この世界に魔力のない場所など存在しないのだ。
けれど、私は見逃さなかった。
私が呟いたと同時に父上の顔が一瞬だけ強ばったのだ。そっと目を父上に向ける。
これは後で話さなければいけないことがありそうだ。
父上だけが反応するに、きっと王家の秘密とやらが関わってくるのだろう。
なら、私にも聞く権利はあるはずだ。
とりあえず、今できることをしなければ…
「あぁ、そうだね。今言ったことは気にしないでいいよ。もしもの話だしね。そんな場所がないことを祈ってるよ。」
最後の一文は父上に向けた言葉でもある。
もし、その場所が存在し、リリがそこにいるとしたのなら、私にそれを話さなかった父上を恨んでのことだ。

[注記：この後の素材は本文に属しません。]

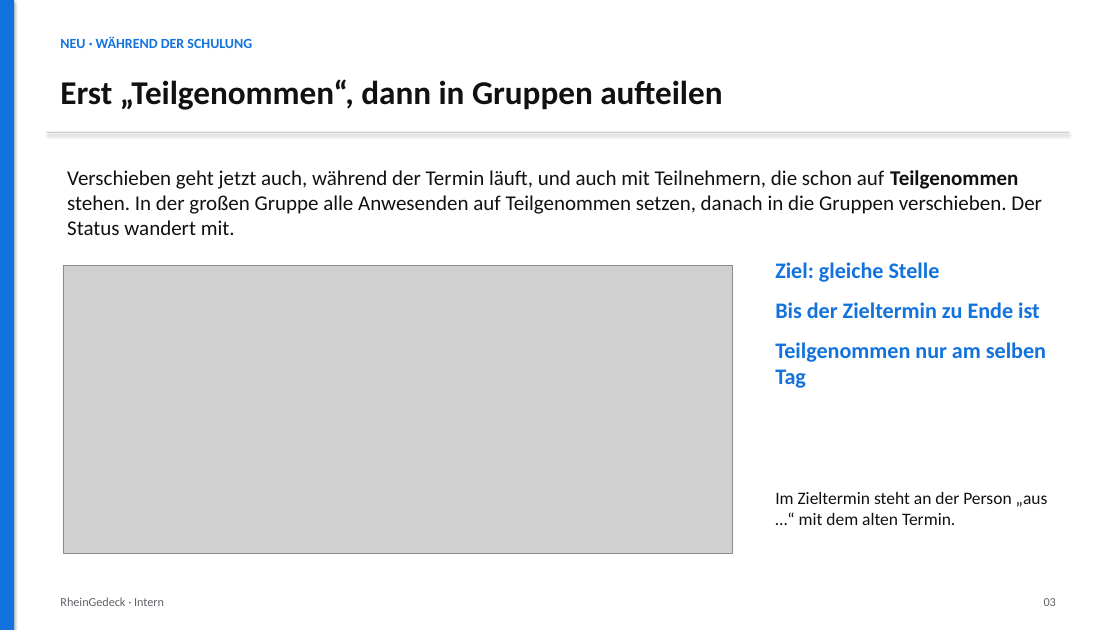
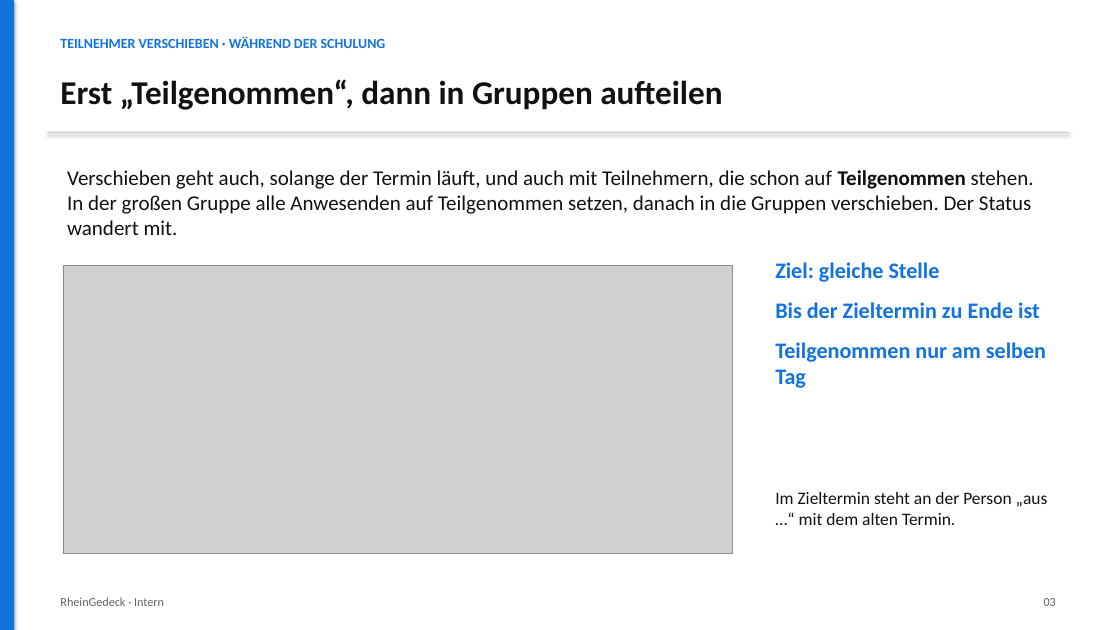
Before and after one commit to martin3r-me/platforms-recruiting, a slide deck: slide 3 of docs/anleitungen/folien/2026-10-08-schulungstermine-umplanen.pptx. Drawn at 1120x630 pixels with LibreOffice and Linux fonts; fonts in the diff are those of the drawing; grey boxes stand for pictures. Boxes give left, top, right and bottom in pixels: in the first picture for what was removed or moved away, otherwise in the second. Text is boxed around its words. In the diff, an @@ line names an element or a change of style, - is before the commit and + after.

```diff
--- a/docs/anleitungen/folien/2026-10-08-schulungstermine-umplanen.pptx
+++ b/docs/anleitungen/folien/2026-10-08-schulungstermine-umplanen.pptx
@@ text at bbox=[60, 36, 386, 48]: text changed @@
-NEU · WÄHREND DER SCHULUNG
+TEILNEHMER VERSCHIEBEN · WÄHREND DER SCHULUNG
@@ text at bbox=[67, 170, 1034, 235]: text changed @@
-Verschieben geht jetzt auch, während der Termin läuft, und auch mit Teilnehmern, die schon auf Teilgenommen stehen. In der großen Gruppe alle Anwesenden auf Teilgenommen setzen, danach in die Gruppen verschieben. Der Status wandert mit.
+Verschieben geht auch, solange der Termin läuft, und auch mit Teilnehmern, die schon auf Teilgenommen stehen. In der großen Gruppe alle Anwesenden auf Teilgenommen setzen, danach in die Gruppen verschieben. Der Status wandert mit.
```
Also in this commit, not shown: 4 other slides changed, 2 slides removed, 6 other files.

このことを考えると、〝魔力が存在しない場所〟にリリがいる可能性が高い。
そうすると、流石に見つけるには困難を極める。
「とりあえず、やれることをやろう。」
そうだ。難しくても、いま、私達がやれることを…
「リリが侯爵邸を去った時間、目撃情報や転送魔法を使われていないことから考えて、国外にいる可能性は低い。休憩なしに移動するとしても、王都から半径約30キロ圏内が妥当だろう。隣国までかなりの距離がある。見つかりにくいところに潜伏するにしても、リリがいるからな……野宿である線は薄い。」
右手の人差し指を机の上にリズム良く叩きつける音が響く。
全員の顔は至って真剣であり、一刻も早くリリの居場所を突き止めようと地図から目を離すものは誰もいない。
彼女がいると予想される場所を今まで机を叩いていた人差し指で円を描くように指していく。
「野宿である可能性を除くと、潜伏はこの場所、あるいはここ。ここ_____________。」
とざっと20程だろうか。
かなり多いが、これでも人が多いところや、ある一定の賑わいをみせる集落や町、村を除いた結果だ。
人がいるところには必ず、衛兵の派出所がある。
リリのことは魔法を使い、全ての派出所に探すよう触れを出している。
遠縁の派出所とはいえ、この国の衛兵は優秀なものばかりだ。時間はかかろうとも、見つけることはできるだろう。
「では、第三魔法騎士団中心に20箇所を含めた周辺の捜索に当たる。」
我国の騎士団は、スルビアナ王国と同様に、用途によって第一から第五までに別れている。
我国の方が歴史は古く、騎士団の成り立ちも早いため、どちらかと言うと、向こうがこちらと同じ制度を作ったのだ。
ちなみに第三騎士団は盗犯や行方不明などといった、捜索というものにちなんだ特異な隊である。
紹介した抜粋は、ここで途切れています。